With the collaborative innovation of manufacturing technology and biomaterials, as well as the driving force of clinical needs, the diversified development path of dECM has gradually become more defined. Currently, dECMs with significant clinical transformation potential include five categories: (1) ADM, especially HADM, which has low immunogenicity and has been fully verified in breast reconstruction; (2) DSIS, which has gradually expanded to soft tissue repair and cardiovascular fields; (3) acellular cartilage matrix, due to its morphological adaptability, has become an ideal scaffold for cartilage defect repair; (4) acellular bone matrix, due to its osteogenic induction ability, has demonstrated outstanding performance in bone regeneration; (5) acellular corneal stroma, providing a new option for corneal repair.

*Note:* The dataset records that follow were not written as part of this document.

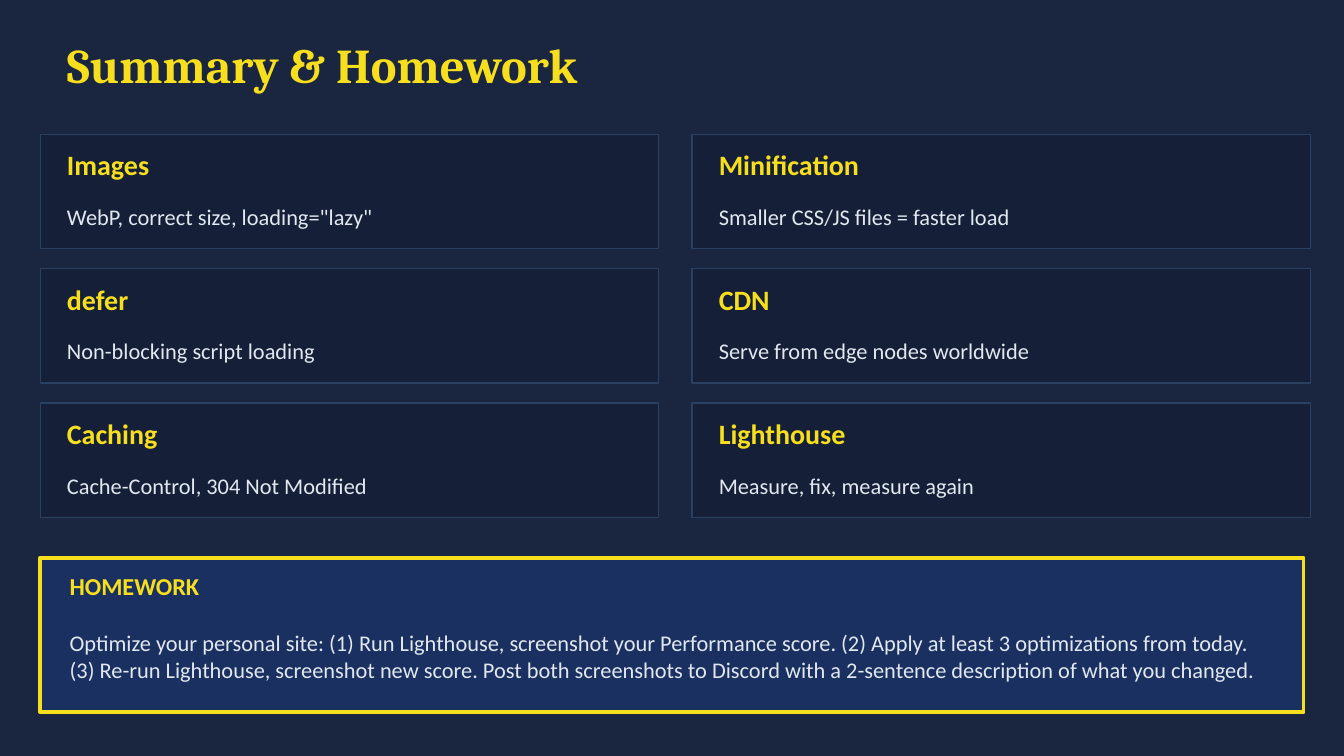
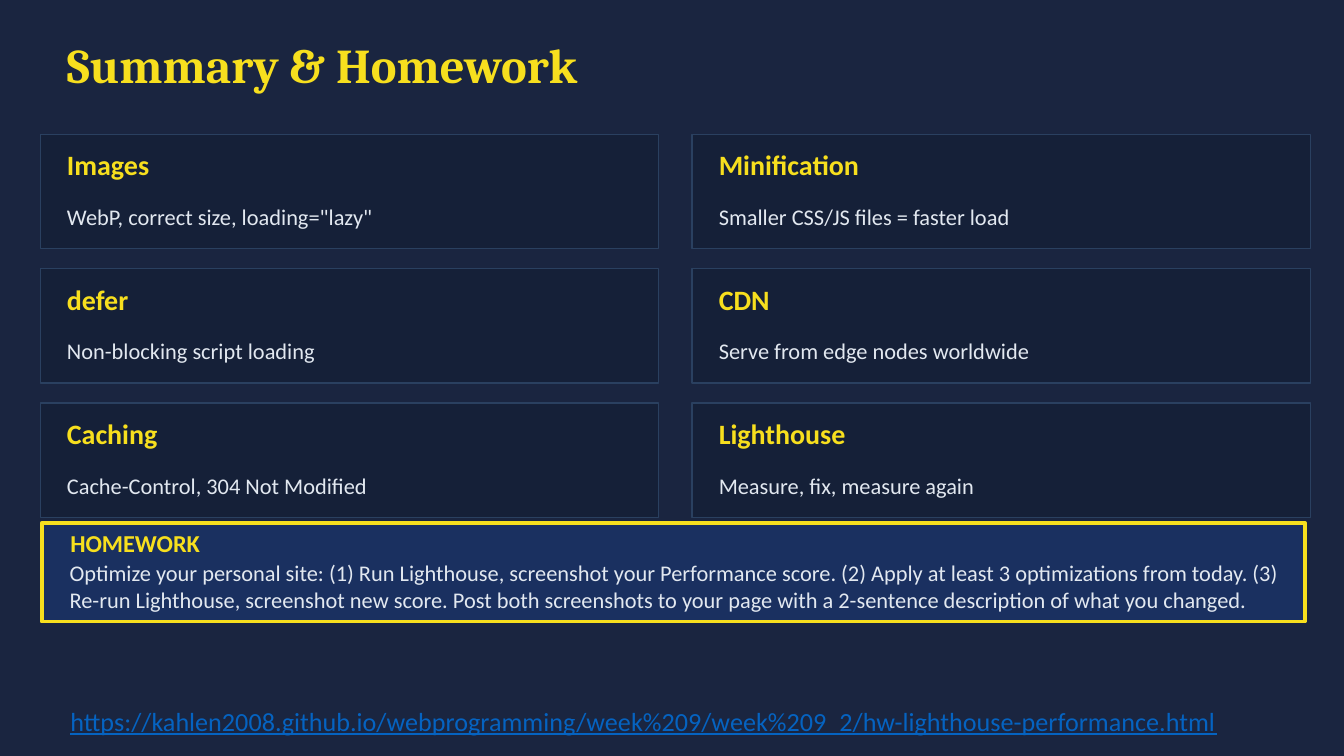
Before and after one commit to muxiddin19/WebPro, a slide deck: slide 23 of week8/WebPro_Week7_Fri_Performance_v2.pptx. Drawn at 1344x756 pixels with LibreOffice and Linux fonts; fonts in the diff are those of the drawing. Boxes give left, top, right and bottom in pixels: in the first picture for what was removed or moved away, otherwise in the second. Text is boxed around its words. In the diff, an @@ line names an element or a change of style, - is before the commit and + after.

```diff
--- a/week8/WebPro_Week7_Fri_Performance_v2.pptx
+++ b/week8/WebPro_Week7_Fri_Performance_v2.pptx
@@ rectangle: place and size @@
-rectangle at [40,558,1304,712]
+rectangle at [42,523,1305,621]
@@ text "HOMEWORK": place and size @@
-text "HOMEWORK" at [70,579,199,595]
+text "HOMEWORK" at [70,536,199,552]
@@ text at [70,565,1277,612]: text changed @@
-Optimize your personal site: (1) Run Lighthouse, screenshot your Performance score. (2) Apply at least 3 optimizations from today. (3) Re-run Lighthouse, screenshot new score. Post both screenshots to Discord with a 2-sentence description of what you changed.
+Optimize your personal site: (1) Run Lighthouse, screenshot your Performance score. (2) Apply at least 3 optimizations from today. (3) Re-run Lighthouse, screenshot new score. Post both screenshots to your page with a 2-sentence description of what you changed.
@@ text added at [70,713,1215,736], 14 pt, text #0563C1, underline @@
+https://kahlen2008.github.io/webprogramming/week%209/week%209_2/hw-lighthouse-performance.html
```
Also in this commit, not shown: 3 other slides changed, 1 other file.

Looking to the future, the deep integration of dECM with advanced manufacturing technologies will drive wound repair into the era of precision medicine. However, to achieve large-scale clinical application, multiple technical and management challenges still need to be overcome. First, owing to the lack of a standardized manufacturing process system and infrastructure, dECM exhibits batch-to-batch variations, resulting in high production costs and lengthy processing. Second, the current regulatory system is disconnected from technological innovation, which not only prolongs the approval cycle but also increases the R&D costs for enterprises. Moreover, the agents used in the traditional decellularization process may introduce toxicity risks, and the lack of long-term biological safety evidence remains a key bottleneck for clinical transformation.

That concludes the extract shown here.